• [EXERCISE DESCRIPTION]: Strip out the pictures and transcribe the records that follow exactly.

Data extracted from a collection
···
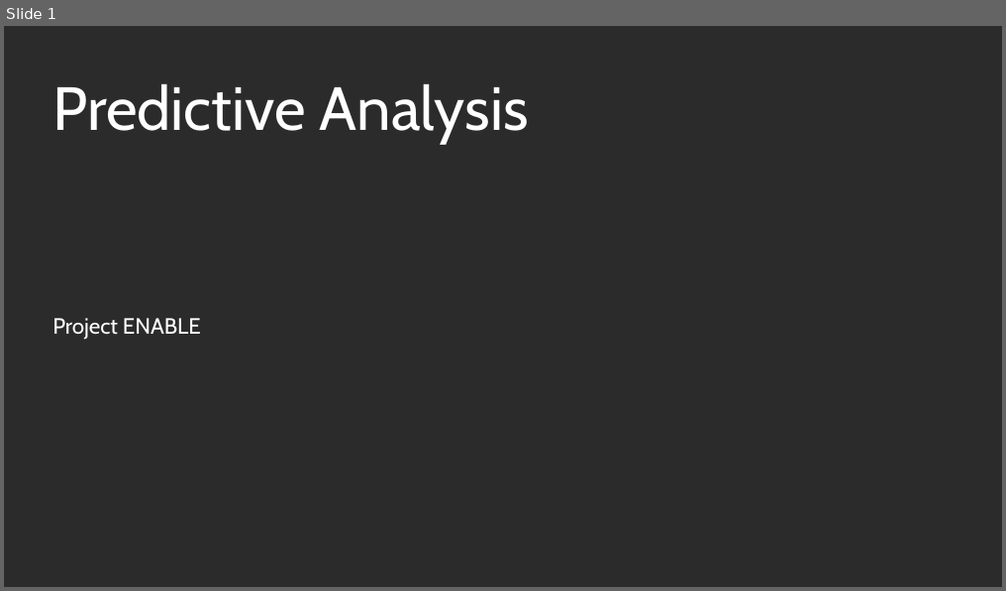
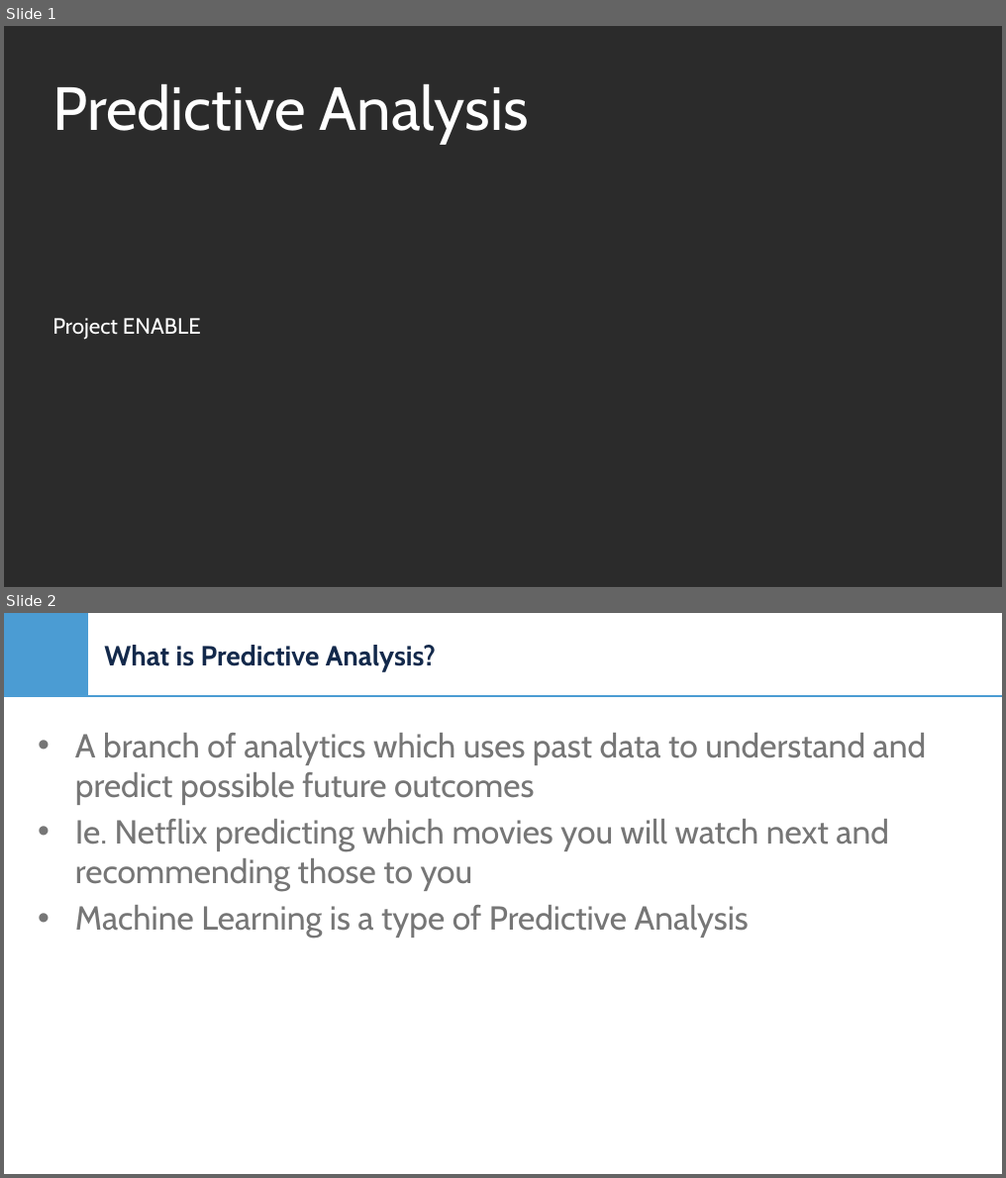
Before and after one commit to e-cui/ENABLE-HiDAV-Online-Modules, a slide deck: Data Mining Modules/Presentations/Predictive Analysis.pptx. Shown one above the other, each under a label of ours: slide 1 before the commit, slides 1 and 2 after it. The pictures are 1006x591 and 1006x1178 pixels, drawn with LibreOffice and Linux fonts; fonts in the diff are those of the drawing; background and template pictures are left out; a plain dark background stands for a picture behind light text. Boxes give left, top, right and bottom in pixels: in the first picture for what was removed or moved away, otherwise in the second. Text is boxed around its words. In the diff, an @@ line names an element or a change of style, - is before the commit and + after.

Commit message:
Data Mining Powerpoint 5 Draft
Updated Powerpoint draft for module 5 of datamining. Still a work in progress.

```diff
--- a/Data Mining Modules/Presentations/Predictive Analysis.pptx
+++ b/Data Mining Modules/Presentations/Predictive Analysis.pptx
@@ slide 2 added at (x1=4, y1=613, x2=1002, y2=1174), background picture (left out) @@
@@ rectangle added at (x1=4, y1=613, x2=88, y2=696), fill #4B9CD3 @@
@@ title added at (x1=104, y1=645, x2=436, y2=671), 20 pt, text #13294B, bold @@
+What is Predictive Analysis?
@@ line added from (4, 696) to (1002, 696), #4B9CD3 1 pt @@
@@ subtitle added at (x1=75, y1=733, x2=927, y2=939), 24 pt, text #767676 @@
+• A branch of analytics which uses past data to understand and predict possible future outcomes
+• Ie. Netflix predicting which movies you will watch next and recommending those to you
+• Machine Learning is a type of Predictive Analysis
```
Also in this commit, not shown: 3 slides changed, 29 other slides added, 14 slides removed.
···
• [FINISHED TASK]:
Before and after one commit to e-cui/ENABLE-HiDAV-Online-Modules, a slide deck: Data Mining Modules/Presentations/Predictive Analysis.pptx. Shown one above the other, each under a label of ours: slide 1 before the commit, slides 1 and 2 after it. The pictures are 1006x591 and 1006x1178 pixels, drawn with LibreOffice and Linux fonts; fonts in the diff are those of the drawing; background and template pictures are left out; a plain dark background stands for a picture behind light text. Boxes give left, top, right and bottom in pixels: in the first picture for what was removed or moved away, otherwise in the second. Text is boxed around its words. In the diff, an @@ line names an element or a change of style, - is before the commit and + after.

Commit message:
Data Mining Powerpoint 5 Draft
Updated Powerpoint draft for module 5 of datamining. Still a work in progress.

```diff
--- a/Data Mining Modules/Presentations/Predictive Analysis.pptx
+++ b/Data Mining Modules/Presentations/Predictive Analysis.pptx
@@ slide 2 added at (x1=4, y1=613, x2=1002, y2=1174), background picture (left out) @@
@@ rectangle added at (x1=4, y1=613, x2=88, y2=696), fill #4B9CD3 @@
@@ title added at (x1=104, y1=645, x2=436, y2=671), 20 pt, text #13294B, bold @@
+What is Predictive Analysis?
@@ line added from (4, 696) to (1002, 696), #4B9CD3 1 pt @@
@@ subtitle added at (x1=75, y1=733, x2=927, y2=939), 24 pt, text #767676 @@
+• A branch of analytics which uses past data to understand and predict possible future outcomes
+• Ie. Netflix predicting which movies you will watch next and recommending those to you
+• Machine Learning is a type of Predictive Analysis
```
Also in this commit, not shown: 3 slides changed, 29 other slides added, 14 slides removed.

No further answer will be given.